Location: Corn Host Plant Resistance ResearchTitle: Network analysis of maize RNA transport pathway genes associated with maize resistance to aflatoxin accumulation) Author
Submitted to: Scientific Reports
Publication Type: Peer Reviewed Journal
Publication Acceptance Date: 4/8/2014
Publication Date: 4/28/2014
Citation: Asters, M., Williams, W.P., Perkins, A., Mylroie, J.E., Windham, G.L., Shan, X. 2014. Relating significance and relations of differentially expressed genes in response to Aspergillus flavus infection in maize. Scientific Reports. 4:4815. DOI:10.1038/srep04815. Interpretive Summary: Aflatoxin, which is produced by the fungus Aspergillus flavus, is highly toxic to humans, livestock, pets, and wildlife. Contamination of corn grain with aflatoxin is a major impediment to profitable corn production in the southern USA. Aflatoxin contamination poses a serious threat to food security in many of the developing countries where corn is a dietary staple.
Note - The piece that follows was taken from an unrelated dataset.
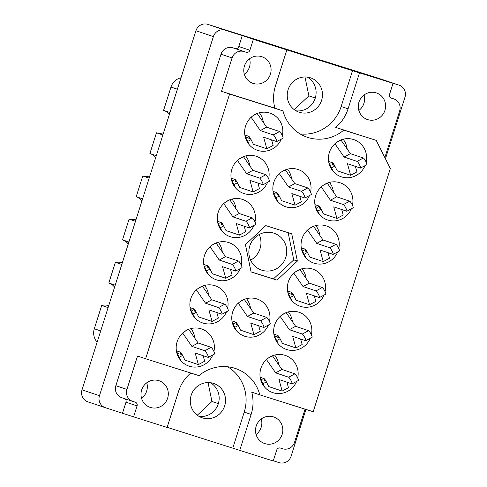 <?xml version="1.0" encoding="UTF-8"?>
<svg xmlns="http://www.w3.org/2000/svg" width="487" height="487" viewBox="0 0 487 487"><rect width="100%" height="100%" fill="white"/><g stroke="black" fill="none" stroke-linecap="round" stroke-linejoin="round"><path stroke-width="0.73" d="M202.428 417.889A18.11 17.575 -71.4 0 1 202.142 417.791A18.11 17.575 -71.4 0 1 191.196 395.176A18.11 17.575 -71.4 0 1 213.385 383.36A18.11 17.575 -71.4 0 1 213.677 383.452A18.11 17.575 -71.4 0 1 224.617 406.067A18.11 17.575 -71.4 0 1 202.428 417.889M310.322 77.762A18.11 17.575 108.6 0 0 288.14 89.584A18.11 17.575 108.6 0 0 299.079 112.199A18.11 17.575 108.6 0 0 299.371 112.296A18.11 17.575 108.6 0 0 321.554 100.474A18.11 17.575 108.6 0 0 310.615 77.859A18.11 17.575 108.6 0 0 310.322 77.762M261.677 56.669A14.038 13.618 108.6 0 0 244.486 65.83A14.038 13.618 108.6 0 0 252.966 83.356A14.038 13.618 108.6 0 0 253.191 83.429A14.038 13.618 108.6 0 0 270.382 74.274A14.038 13.618 108.6 0 0 261.903 56.742A14.038 13.618 108.6 0 0 261.677 56.669M150.41 407.442A14.038 13.618 -71.4 0 1 150.179 407.369A14.038 13.618 -71.4 0 1 141.705 389.837A14.038 13.618 -71.4 0 1 158.896 380.682A14.038 13.618 -71.4 0 1 159.121 380.755A14.038 13.618 -71.4 0 1 167.601 398.281A14.038 13.618 -71.4 0 1 150.41 407.442M376.195 92.865A14.038 13.618 108.6 0 0 358.998 102.02A14.038 13.618 108.6 0 0 367.478 119.552A14.038 13.618 108.6 0 0 367.703 119.625A14.038 13.618 108.6 0 0 384.9 110.464A14.038 13.618 108.6 0 0 376.421 92.938A14.038 13.618 108.6 0 0 376.195 92.865M264.922 443.633A14.038 13.618 -71.4 0 1 264.697 443.56A14.038 13.618 -71.4 0 1 256.217 426.034A14.038 13.618 -71.4 0 1 273.408 416.872A14.038 13.618 -71.4 0 1 273.639 416.945A14.038 13.618 -71.4 0 1 282.119 434.477A14.038 13.618 -71.4 0 1 264.922 443.633M147.092 389.399A22.189 21.531 -71.4 0 1 146.66 390.964L146.252 392.254M261.61 425.595A22.189 21.531 -71.4 0 1 261.172 427.16L260.764 428.444M343.804 130.12L376.232 140.372L390.337 168.569L313.202 411.722L259.827 394.854A39.246 38.077 108.6 0 0 235.428 368.47A39.246 38.077 108.6 0 0 198.994 375.623L145.619 358.755L229.596 94.021L282.971 110.896A39.246 38.077 108.6 0 0 307.37 137.279A39.246 38.077 108.6 0 0 308.003 137.486A39.246 38.077 108.6 0 0 343.804 130.12L335.707 127.399A39.246 38.077 108.6 0 0 348.077 108.832L359.491 72.861L253.356 39.319L249.886 50.252A3.019 2.928 -71.4 0 1 246.178 52.249L243.944 51.543A9.661 9.375 108.6 0 0 232.086 57.923L221.5 91.3L274.875 108.175A39.246 38.077 108.6 0 1 275.459 85.882L286.867 49.911M300.132 133.943A39.246 38.077 108.6 0 0 341.156 106.507L352.564 70.536M366.157 162.165A19.62 19.042 108.6 0 0 353.775 139.605A19.62 19.042 108.6 0 0 353.459 139.501A19.62 19.042 108.6 0 0 329.425 152.309A19.62 19.042 108.6 0 0 341.277 176.811A19.62 19.042 108.6 0 0 341.594 176.909A19.62 19.042 108.6 0 0 365.073 165.604M297.697 377.979A19.62 19.042 108.6 0 0 285.315 355.419A19.62 19.042 108.6 0 0 284.998 355.315A19.62 19.042 108.6 0 0 260.965 368.123A19.62 19.042 108.6 0 0 272.817 392.625A19.62 19.042 108.6 0 0 273.134 392.723A19.62 19.042 108.6 0 0 296.613 381.418M311.388 334.812A19.62 19.042 108.6 0 0 299.006 312.258A19.62 19.042 108.6 0 0 298.689 312.155A19.62 19.042 108.6 0 0 274.656 324.957A19.62 19.042 108.6 0 0 286.508 349.459A19.62 19.042 108.6 0 0 286.825 349.563A19.62 19.042 108.6 0 0 310.304 338.258M325.079 291.652A19.62 19.042 108.6 0 0 312.697 269.098A19.62 19.042 108.6 0 0 312.38 268.994A19.62 19.042 108.6 0 0 288.347 281.796A19.62 19.042 108.6 0 0 300.199 306.299A19.62 19.042 108.6 0 0 300.516 306.402A19.62 19.042 108.6 0 0 323.995 295.098M338.775 248.492A19.62 19.042 108.6 0 0 326.387 225.931A19.62 19.042 108.6 0 0 326.077 225.828A19.62 19.042 108.6 0 0 302.037 238.63A19.62 19.042 108.6 0 0 313.89 263.132A19.62 19.042 108.6 0 0 314.206 263.236A19.62 19.042 108.6 0 0 337.686 251.931M352.466 205.325A19.62 19.042 108.6 0 0 340.084 182.771A19.62 19.042 108.6 0 0 339.768 182.668A19.62 19.042 108.6 0 0 315.728 195.47A19.62 19.042 108.6 0 0 327.587 219.972A19.62 19.042 108.6 0 0 327.897 220.075A19.62 19.042 108.6 0 0 351.383 208.771M269.494 321.572A19.62 19.042 108.6 0 0 257.112 299.018A19.62 19.042 108.6 0 0 256.795 298.915A19.62 19.042 108.6 0 0 232.762 311.717A19.62 19.042 108.6 0 0 244.614 336.219A19.62 19.042 108.6 0 0 244.931 336.322A19.62 19.042 108.6 0 0 268.41 325.018M310.572 192.085A19.62 19.042 108.6 0 0 298.184 169.531A19.62 19.042 108.6 0 0 297.874 169.427A19.62 19.042 108.6 0 0 273.834 182.229A19.62 19.042 108.6 0 0 285.686 206.732A19.62 19.042 108.6 0 0 286.003 206.835A19.62 19.042 108.6 0 0 309.482 195.53M213.909 351.492A19.62 19.042 108.6 0 0 201.521 328.938A19.62 19.042 108.6 0 0 201.21 328.835A19.62 19.042 108.6 0 0 177.171 341.637A19.62 19.042 108.6 0 0 189.023 366.139A19.62 19.042 108.6 0 0 189.34 366.242A19.62 19.042 108.6 0 0 212.819 354.938M227.599 308.332A19.62 19.042 108.6 0 0 215.217 285.778A19.62 19.042 108.6 0 0 214.901 285.674A19.62 19.042 108.6 0 0 190.861 298.476A19.62 19.042 108.6 0 0 202.72 322.978A19.62 19.042 108.6 0 0 203.03 323.082A19.62 19.042 108.6 0 0 226.51 311.777M241.29 265.172A19.62 19.042 108.6 0 0 228.908 242.611A19.62 19.042 108.6 0 0 228.592 242.508A19.62 19.042 108.6 0 0 204.558 255.31A19.62 19.042 108.6 0 0 216.411 279.812A19.62 19.042 108.6 0 0 216.727 279.915A19.62 19.042 108.6 0 0 240.207 268.611M254.981 222.005A19.62 19.042 108.6 0 0 242.599 199.451A19.62 19.042 108.6 0 0 242.282 199.347A19.62 19.042 108.6 0 0 218.249 212.149A19.62 19.042 108.6 0 0 230.101 236.652A19.62 19.042 108.6 0 0 230.418 236.755A19.62 19.042 108.6 0 0 253.897 225.451M268.672 178.845A19.62 19.042 108.6 0 0 256.29 156.284A19.62 19.042 108.6 0 0 255.973 156.181A19.62 19.042 108.6 0 0 231.94 168.989A19.62 19.042 108.6 0 0 243.792 193.491A19.62 19.042 108.6 0 0 244.109 193.589A19.62 19.042 108.6 0 0 267.588 182.284M282.369 135.678A19.62 19.042 108.6 0 0 269.981 113.124A19.62 19.042 108.6 0 0 269.67 113.021A19.62 19.042 108.6 0 0 245.631 125.823A19.62 19.042 108.6 0 0 257.483 150.325A19.62 19.042 108.6 0 0 257.8 150.428A19.62 19.042 108.6 0 0 281.279 139.124M273.688 233.103A19.474 18.896 108.6 0 0 249.837 245.807A19.474 18.896 108.6 0 0 261.598 270.121A19.474 18.896 108.6 0 0 261.915 270.224A19.474 18.896 108.6 0 0 285.766 257.52A19.474 18.896 108.6 0 0 273.998 233.206A19.474 18.896 108.6 0 0 273.688 233.103M347.17 148.979A19.62 19.042 108.6 0 0 343.146 139.252M278.704 364.793A19.62 19.042 108.6 0 0 274.686 355.066M292.401 321.633A19.62 19.042 108.6 0 0 288.377 311.899M306.092 278.467A19.62 19.042 108.6 0 0 302.068 268.739M319.782 235.306A19.62 19.042 108.6 0 0 315.765 225.572M333.473 192.14A19.62 19.042 108.6 0 0 329.456 182.412M250.501 308.387A19.62 19.042 108.6 0 0 246.483 298.659M291.579 178.899A19.62 19.042 108.6 0 0 287.561 169.172M194.916 338.313A19.62 19.042 108.6 0 0 190.898 328.579M208.606 295.146A19.62 19.042 108.6 0 0 204.589 285.419M222.297 251.986A19.62 19.042 108.6 0 0 218.279 242.252M235.994 208.82A19.62 19.042 108.6 0 0 231.97 199.092M249.685 165.659A19.62 19.042 108.6 0 0 245.661 155.931M263.376 122.499A19.62 19.042 108.6 0 0 259.358 112.765M273.31 460.787L279.209 462.65A9.661 9.375 108.6 0 0 291.068 456.264L305.927 409.421M385.436 158.774L404.983 97.15A9.661 9.375 108.6 0 0 398.969 85.122L359.491 72.861M250.604 260.143A19.474 18.896 108.6 0 0 259.212 234.521M105.326 407.692A9.661 9.375 108.6 0 0 105.478 407.741L133.596 416.848L137.06 405.914A3.019 2.928 108.6 0 0 135.185 402.152L132.951 401.446A9.661 9.375 -71.4 0 1 132.793 401.398L121.713 397.672A9.661 9.375 -71.4 0 1 115.857 385.692L221.007 54.203A9.661 9.375 -71.4 0 1 232.871 47.817L235.105 48.523A3.019 2.928 108.6 0 0 238.807 46.533L242.276 35.594L225.238 30.212A9.661 9.375 108.6 0 0 213.379 36.592L99.464 395.712A9.661 9.375 108.6 0 0 105.326 407.692L87.879 401.83A9.661 9.375 -71.4 0 1 82.017 389.85L195.932 30.736A9.661 9.375 -71.4 0 1 207.791 24.35L381.522 79.259A9.661 9.375 -71.4 0 1 381.674 79.308L399.121 85.17M242.276 35.594L253.356 39.319M167.151 427.318L273.244 460.988L276.713 450.055A3.019 2.928 108.6 0 1 280.421 448.058L282.655 448.764A9.661 9.375 -71.4 0 0 294.513 442.379L305.057 409.147M133.596 416.848L167.108 427.44L178.522 391.475A39.246 38.077 -71.4 0 1 190.758 373.024M132.793 401.398A9.661 9.375 -71.4 0 1 126.93 389.411L137.523 356.034L145.619 358.755M335.707 127.399L376.232 140.372M384.852 157.605L399.669 110.89A9.661 9.375 108.6 0 0 393.654 98.855L391.414 98.149A3.019 2.928 -71.4 0 1 389.539 94.393L393.003 83.454M245.436 244.669L251.073 271.935L277.03 280.141L297.362 261.081L291.731 233.815L265.768 225.609L245.436 244.669M229.596 94.021L221.5 91.3M122.517 413.128L125.987 402.195A3.019 2.928 108.6 0 0 124.611 398.646M282.971 110.896L274.875 108.175M259.827 394.854L251.724 392.132A39.246 38.077 -71.4 0 1 251.14 414.425L239.732 450.396M248.796 144.195A19.62 19.042 108.6 0 0 249.046 144.128L245.131 136.494M235.105 187.355A19.62 19.042 108.6 0 0 235.349 187.294L231.441 179.66M221.415 230.521A19.62 19.042 108.6 0 0 221.658 230.454L217.744 222.821M207.724 273.682A19.62 19.042 108.6 0 0 207.967 273.615L204.053 265.981M194.027 316.842A19.62 19.042 108.6 0 0 194.276 316.781L190.362 309.148M180.336 360.009A19.62 19.042 108.6 0 0 180.586 359.942L176.671 352.308M277 200.595A19.62 19.042 108.6 0 0 277.249 200.534L273.335 192.901M235.927 330.089A19.62 19.042 108.6 0 0 236.171 330.022L232.256 322.388M318.894 213.842A19.62 19.042 108.6 0 0 319.143 213.775L315.229 206.141M305.203 257.002A19.62 19.042 108.6 0 0 305.452 256.935L301.538 249.301M291.512 300.162A19.62 19.042 108.6 0 0 291.756 300.102L287.841 292.468M277.821 343.329A19.62 19.042 108.6 0 0 278.065 343.262L274.151 335.628M264.131 386.489A19.62 19.042 108.6 0 0 264.374 386.422L260.46 378.795M332.591 170.675A19.62 19.042 108.6 0 0 332.834 170.608L328.92 162.981M232.804 448.07L244.218 412.099A39.246 38.077 108.6 0 0 227.642 366.76M364.276 102.136L363.953 103.153A22.189 21.531 -71.4 0 1 363.107 105.393M249.764 65.94L249.441 66.956A22.189 21.531 -71.4 0 1 248.595 69.203M304.984 76.97L308.886 95.878L294.215 109.63M208.04 382.563L211.948 401.471L197.278 415.222M169.987 112.521L163.589 110.372L170.98 87.063A13.587 13.179 -71.4 0 1 181.006 77.792M162.871 134.966L156.467 132.817A11.773 11.426 108.6 0 0 163.595 132.677M169.336 114.579A11.773 11.426 108.6 0 0 163.967 110.494M156.297 155.682L149.893 153.533L156.467 132.817M149.18 178.126L142.776 175.977A11.773 11.426 108.6 0 0 149.905 175.844M155.645 157.739A11.773 11.426 108.6 0 0 150.27 153.661M142.606 198.848L136.202 196.693L142.776 175.977M135.483 221.293L129.085 219.138A11.773 11.426 108.6 0 0 136.214 219.004M141.954 200.906A11.773 11.426 108.6 0 0 136.579 196.821M128.915 242.009L122.511 239.86L129.085 219.138M121.793 264.453L115.389 262.304A11.773 11.426 108.6 0 0 122.517 262.164M128.264 244.066A11.773 11.426 108.6 0 0 122.888 239.988M115.224 285.175L108.82 283.02L115.389 262.304M108.102 307.62L101.698 305.465A11.773 11.426 108.6 0 0 108.826 305.331M114.573 287.227A11.773 11.426 108.6 0 0 109.198 283.148M97.156 342.118A13.587 13.179 -71.4 0 1 94.308 328.774L101.698 305.465M218.346 403.62L211.948 401.471M210.384 382.697A18.11 17.575 -71.4 0 1 218.2 404.082A18.11 17.575 -71.4 0 1 199.061 416.403M315.284 98.027L308.886 95.878M307.321 77.104A18.11 17.575 -71.4 0 1 315.138 98.49A18.11 17.575 -71.4 0 1 295.999 110.811M261.288 418.966A14.038 13.618 -71.4 0 1 256.071 434.489M249.551 58.769A14.038 13.618 -71.4 0 1 244.34 74.286M141.559 398.299A14.038 13.618 108.6 0 0 146.77 382.776M358.852 110.482A14.038 13.618 108.6 0 0 364.069 94.959M251.055 271.856L273.432 278.929L293.764 259.869L288.146 232.676M293.764 259.869L297.362 261.081M273.432 278.929L277.03 280.141M257.142 113.489L266.602 127.174L279.581 131.533A3.774 0.633 61.7 0 1 281.961 134.85A3.774 0.633 61.7 0 1 283.032 138.18L276.744 141.565A3.774 0.633 61.7 0 1 276.616 141.565L263.637 137.206L266.833 148.791L253.404 144.28L251.146 139.757A3.622 0.609 61.7 0 0 248.717 136.287L248.595 136.293M271.6 139.879L273.128 145.406L266.833 148.791M251.14 117.257L260.314 130.559L273.292 134.917A3.774 0.633 61.7 0 1 275.672 138.241A3.774 0.633 61.7 0 1 276.744 141.565M250.702 138.923L249.046 138.363A6.641 6.447 -71.4 0 1 248.754 138.259M244.845 134.984L248.717 136.287C248.139 136.494 248.705 137.297 250.415 138.698A6.641 6.447 108.6 0 0 250.647 138.825M251.067 139.605L247.694 141.425M247.39 137.535L247.092 137.699A6.641 6.447 -71.4 0 1 245.284 136.603M257.173 113.495L253.021 115.729M266.602 127.174L260.314 130.559M340.937 139.97L350.39 153.655L363.375 158.019A3.774 0.633 61.7 0 1 365.749 161.337A3.774 0.633 61.7 0 1 366.827 164.667L360.532 168.052A3.774 0.633 61.7 0 1 360.41 168.052L347.426 163.687L350.628 175.271L337.199 170.76L334.934 166.237A3.622 0.609 61.7 0 0 332.511 162.768L332.39 162.774M355.388 166.365L356.916 171.887L350.628 175.271M334.928 143.738L344.102 157.039L357.087 161.404A3.774 0.633 61.7 0 1 359.461 164.722A3.774 0.633 61.7 0 1 360.532 168.052M334.496 165.403L332.834 164.843A6.641 6.447 -71.4 0 1 332.542 164.74M328.64 161.471L332.511 162.768C331.933 162.975 332.499 163.778 334.21 165.178A6.641 6.447 108.6 0 0 334.441 165.306M334.861 166.091L331.483 167.905M331.184 164.022L330.88 164.18A6.641 6.447 -71.4 0 1 329.072 163.09M340.961 139.982L336.809 142.216M350.39 153.655L344.102 157.039M243.451 156.65L252.911 170.334L265.89 174.699A3.774 0.633 61.7 0 1 268.264 178.017A3.774 0.633 61.7 0 1 269.341 181.347L263.053 184.731A3.774 0.633 61.7 0 1 262.925 184.731L249.947 180.367L253.143 191.951L239.714 187.44L237.455 182.917A3.622 0.609 61.7 0 0 235.026 179.447L234.904 179.453M257.909 183.045L259.431 188.566L253.143 191.951M237.449 160.418L246.623 173.719L259.601 178.084A3.774 0.633 61.7 0 1 261.976 181.401A3.774 0.633 61.7 0 1 263.053 184.731M237.011 182.083L235.355 181.523A6.641 6.447 -71.4 0 1 235.063 181.42M231.155 178.151L235.026 179.447C234.448 179.654 235.014 180.458 236.725 181.858A6.641 6.447 108.6 0 0 236.956 181.986M237.376 182.771L233.997 184.585M233.699 180.701L233.401 180.86A6.641 6.447 -71.4 0 1 231.593 179.77M243.482 156.662L239.324 158.896M252.911 170.334L246.623 173.719M285.345 169.89L294.805 183.581L307.784 187.939A3.774 0.633 61.7 0 1 310.164 191.257A3.774 0.633 61.7 0 1 311.236 194.587L304.947 197.972A3.774 0.633 61.7 0 1 304.819 197.972L291.841 193.613L295.037 205.191L281.608 200.681L279.349 196.164A3.622 0.609 61.7 0 0 276.92 192.694L276.799 192.694M299.803 196.285L301.331 201.807L295.037 205.191M279.343 173.658L288.517 186.965L301.496 191.324A3.774 0.633 61.7 0 1 303.876 194.642A3.774 0.633 61.7 0 1 304.947 197.972M278.905 195.324L277.249 194.77A6.641 6.447 -71.4 0 1 276.957 194.66M273.049 191.391L276.92 192.694C276.342 192.895 276.908 193.698 278.619 195.098A6.641 6.447 108.6 0 0 278.85 195.226M279.27 196.011L275.898 197.832M275.593 193.942L275.295 194.1A6.641 6.447 -71.4 0 1 273.487 193.01M285.376 169.902L281.224 172.136M294.805 183.581L288.517 186.965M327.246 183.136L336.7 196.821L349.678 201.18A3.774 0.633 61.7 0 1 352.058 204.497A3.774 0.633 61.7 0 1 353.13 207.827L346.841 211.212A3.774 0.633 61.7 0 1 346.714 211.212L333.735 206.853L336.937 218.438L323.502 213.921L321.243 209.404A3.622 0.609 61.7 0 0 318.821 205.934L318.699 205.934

Growing corn hybrids or varieties with genetic resistance to A. flavus infection and subsequent accumulation of aflatoxin is generally considered a desirable means of reducing losses to aflatoxin contamination. Corn germplasm lines with genetic resistance to aflatoxin contamination have been developed and released by USDA-ARS at Mississippi State, Mississippi. In the current investigation, gene expression in response to A. flavus infection was compared in resistant and susceptible inbred lines. Molecular, computational, and statistical methods were used to identify genes associated with resistance to A. flavus infection and aflatoxin accumulation. Using these genes as molecular markers for resistance will enhance efforts to efficiently develop corn hybrids or varieties with resistance to aflatoxin contamination.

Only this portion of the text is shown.